Uczniowie przystępujący na sali egzaminacyjnej nie będą musieli mieć maseczek. Będą siedzieć w ławkach oddalonych od siebie o co najmniej 1,5 metra. Korzystać będą z własnych przyborów piśmienniczych, linijki, cyrkla, kalkulatora itd. Dyrektor szkoły ma też obowiązek zastosowania rozwiązań, które pozwolą uniknąć tworzenia się grup zdających przed szkołą oraz przed salą egzaminacyjną przed rozpoczęciem egzaminu oraz po jego zakończeniu.

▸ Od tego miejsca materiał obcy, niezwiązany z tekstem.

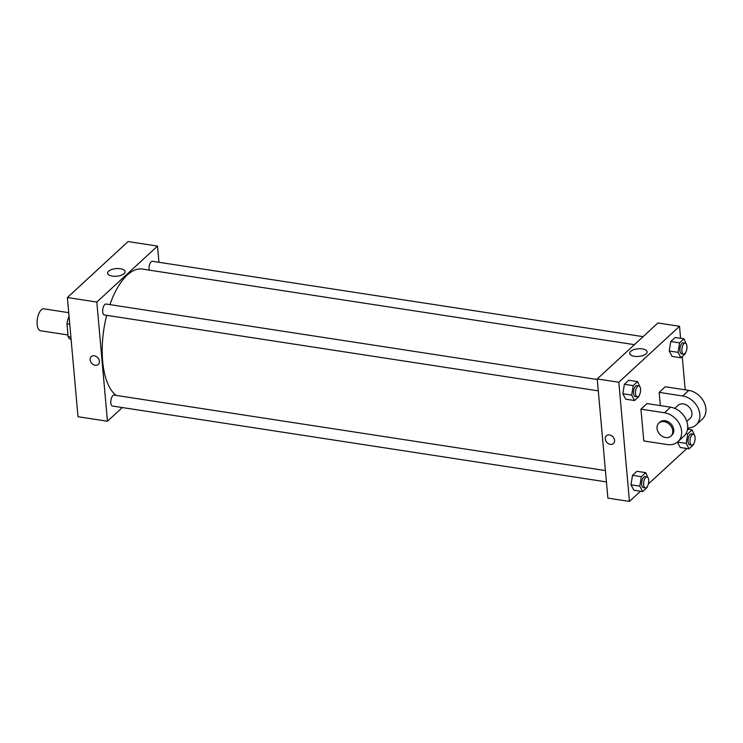 <?xml version="1.0" encoding="UTF-8"?>
<svg xmlns="http://www.w3.org/2000/svg" width="743" height="743" viewBox="0 0 743 743"><rect width="100%" height="100%" fill="white"/><g stroke="black" fill="none" stroke-linecap="round" stroke-linejoin="round"><path stroke-width="1.11" d="M68.718 312.664L43.893 308.847A11.071 4.913 98.7 0 0 37.15 324.459A11.071 4.913 98.7 0 0 40.531 330.746L67.957 334.963M70.901 337.053L68.105 336.625A15.092 6.687 98.7 0 0 71.114 339.495M68.105 336.625L66.963 323.809A15.092 6.687 98.7 0 1 69.043 316.249M69.758 324.236L66.963 323.809M122.298 407.545L107.447 421.235L78.006 416.712L67.372 297.534L128.084 241.568L157.516 246.091L158.965 262.288M598.301 390.864L104.382 314.986A5.535 2.452 -81.3 0 1 102.803 309.144A5.535 2.452 -81.3 0 1 106.073 304.045L597.288 379.506M606.427 481.919L112.509 406.04A5.535 2.452 -81.3 0 1 110.93 400.198A5.535 2.452 -81.3 0 1 114.199 395.1L605.415 470.56M107.447 421.235L96.813 302.057L157.516 246.091M149.241 270.127A5.535 2.452 -81.3 0 1 149.742 264.183A5.535 2.452 -81.3 0 1 152.454 261.285L643.094 336.663M116.075 395.387A65.347 28.968 -81.3 0 1 106.686 315.338M109.908 304.63A65.347 28.968 -81.3 0 1 142.405 269.077L634.411 344.659M91.203 356.649A5.257 4.124 -132.7 0 0 90.618 361.637A5.257 4.124 -132.7 0 0 95.188 365.231A5.257 4.124 47.3 0 1 90.618 361.637A5.257 4.124 47.3 0 1 91.203 356.649A5.257 4.124 47.3 0 1 97.797 357.727A5.257 4.124 47.3 0 1 98.336 364.386A5.257 4.124 47.3 0 1 95.188 365.231A5.257 4.124 -132.7 0 0 98.336 364.386M96.813 302.057L67.372 297.534M120.375 268.725A8.758 3.817 174.9 0 1 125.093 271.641A8.758 3.817 174.9 0 1 116.707 276.22A8.758 3.817 174.9 0 1 107.642 273.192A8.758 3.817 174.9 0 1 120.375 268.725M640.494 491.253L629.46 501.432L607.876 498.116L597.233 378.93L657.945 322.964L679.529 326.288L680.607 338.325M639.064 395.638L638.924 396.493L634.55 400.533L631.689 395.1L633.212 385.636L637.596 381.596L640.336 387.735M638.878 385.896L636.909 385.589A5.535 2.452 98.7 0 0 633.547 393.391A5.535 2.452 98.7 0 0 635.228 396.539L637.197 396.836A5.535 2.452 98.7 0 0 640.457 391.737A5.535 2.452 98.7 0 0 638.878 385.896A5.535 2.452 98.7 0 0 635.506 393.697A5.535 2.452 98.7 0 0 637.197 396.836M634.55 400.533L625.717 399.177L622.857 393.744L624.389 384.28L628.764 380.24L637.596 381.596M631.689 395.1L622.857 393.744L624.389 384.28L628.764 380.24M633.212 385.636L624.389 384.28M685.445 352.879L685.306 353.733L680.932 357.773L678.071 352.349L679.604 342.876L683.978 338.836L686.718 344.984M685.26 343.136L683.3 342.839A5.535 2.452 98.7 0 0 679.929 350.64A5.535 2.452 98.7 0 0 681.61 353.779L683.579 354.086A5.535 2.452 98.7 0 0 686.848 348.978A5.535 2.452 98.7 0 0 685.26 343.136A5.535 2.452 98.7 0 0 681.888 350.937A5.535 2.452 98.7 0 0 683.579 354.086M680.932 357.773L672.099 356.417L669.239 350.993L670.771 341.52L675.146 337.48L683.978 338.836M678.071 352.349L669.239 350.993L670.771 341.52L675.146 337.48M679.604 342.876L670.771 341.52M647.19 486.693L647.051 487.547L642.676 491.587L639.816 486.154L641.339 476.69L645.723 472.65L648.463 478.789M647.004 476.95L645.035 476.644A5.535 2.452 98.7 0 0 641.673 484.455A5.535 2.452 98.7 0 0 643.354 487.594L645.323 487.891A5.535 2.452 98.7 0 0 648.583 482.792A5.535 2.452 98.7 0 0 647.004 476.95A5.535 2.452 98.7 0 0 643.633 484.752A5.535 2.452 98.7 0 0 645.323 487.891M642.676 491.587L633.844 490.231L630.983 484.798L632.516 475.334L636.89 471.294L645.723 472.65M639.816 486.154L630.983 484.798L632.516 475.334L636.89 471.294M641.339 476.69L632.516 475.334M693.572 443.933L693.433 444.788L689.058 448.828L686.198 443.404L687.73 433.931L692.105 429.891L694.844 436.039M693.386 434.191L691.427 433.893A5.535 2.452 98.7 0 0 688.055 441.695A5.535 2.452 98.7 0 0 689.736 444.834L691.705 445.141A5.535 2.452 98.7 0 0 694.974 440.032A5.535 2.452 98.7 0 0 693.386 434.191A5.535 2.452 98.7 0 0 690.015 441.992A5.535 2.452 98.7 0 0 691.705 445.141M689.058 448.828L680.226 447.472L677.412 442.131L680.226 447.472M686.198 443.404L677.495 442.066M687.73 433.931L685.965 433.661M692.105 429.891L687.563 429.194M610.337 444.37A5.257 4.124 -132.7 0 0 613.477 443.515A5.257 4.124 47.3 0 1 610.337 444.37A5.257 4.124 47.3 0 1 605.759 440.775A5.257 4.124 47.3 0 1 606.344 435.788A5.257 4.124 -132.7 0 0 605.759 440.775A5.257 4.124 -132.7 0 0 610.337 444.37M606.344 435.788A5.257 4.124 47.3 0 1 612.947 436.856A5.257 4.124 47.3 0 1 613.477 443.525M629.46 501.432L618.826 382.246L597.233 378.93L657.945 322.964M607.876 498.116L597.233 378.93M642.389 348.922A8.758 3.817 174.9 0 1 647.107 351.829A8.758 3.817 174.9 0 1 638.72 356.408A8.758 3.817 174.9 0 1 629.655 353.389A8.758 3.817 174.9 0 1 642.389 348.922M618.826 382.246L679.529 326.288M682.232 356.575L685.204 389.843M688.603 427.931L688.733 429.38M686.885 448.493L648.333 484.027M672.099 356.417L669.239 350.993M625.717 399.177L622.857 393.744M633.844 490.231L630.983 484.798M660.332 405.613L659.152 392.369L665.217 386.769L688.77 390.391A17.721 13.885 47.3 0 1 704.178 402.502A17.721 13.885 47.3 0 1 702.2 419.312L696.126 424.903A17.721 13.885 47.3 0 1 687.702 427.949M643.772 440.943L640.94 409.161L664.483 412.774A17.721 13.885 47.3 0 1 679.901 424.885A17.721 13.885 47.3 0 1 677.913 441.695A17.721 13.885 47.3 0 1 667.325 444.555L643.772 440.943M677.913 441.695L683.987 436.104A17.721 13.885 -132.7 0 0 685.965 419.293A17.721 13.885 -132.7 0 0 670.558 407.183L647.004 403.56L640.94 409.161M674.811 408.409L678.108 405.362A8.86 6.947 47.3 0 1 686.504 405.019A8.86 6.947 47.3 0 1 691.965 413.08A8.86 6.947 47.3 0 1 690.117 418.393L686.82 421.439M688.77 390.391L682.696 395.991L659.152 392.369M682.696 395.991A17.721 13.885 47.3 0 1 698.114 408.093A17.721 13.885 47.3 0 1 696.126 424.903M658.883 423.083L659.895 422.154A8.86 6.947 47.3 0 1 668.282 421.81A8.86 6.947 47.3 0 1 673.752 429.872A8.86 6.947 47.3 0 1 671.904 435.184L670.901 436.113A8.86 6.947 47.3 0 1 659.784 434.302A8.86 6.947 47.3 0 1 658.883 423.083A8.86 6.947 47.3 0 1 667.279 422.739A8.86 6.947 47.3 0 1 672.74 430.801A8.86 6.947 47.3 0 1 670.901 436.113M670.558 407.183L664.483 412.774"/></g></svg>

– U nas sytuacja jest szczególnie skomplikowana, bo w jednym budynku będą się odbywały egzaminy maturalne nie tylko dla naszych uczniów, ale także uczniowie remontowanej szkoły im. Vetterów – mówi Małgorzata Markowska, dyrektor VII Liceum Ogólnokształcącego im. Marii Konopnickiej w Lublinie. – Opracowaliśmy całą procedurę. Są wyznaczone miejsca, gdzie uczniowie będą oczekiwać na wpuszczenie do szkoły. Są wyznaczone wejścia, oddzielnie dla uczniów obu szkół. Wymierzyliśmy już sale i miejsca na ławki żeby zachować odpowiednie odległości. W tym roku będziemy wykorzystywać więcej sal niż zwykle. Do sal będziemy wpuszczać dużo wcześniej, bo młodzież nie może się tłoczyć przy wejściu do sal.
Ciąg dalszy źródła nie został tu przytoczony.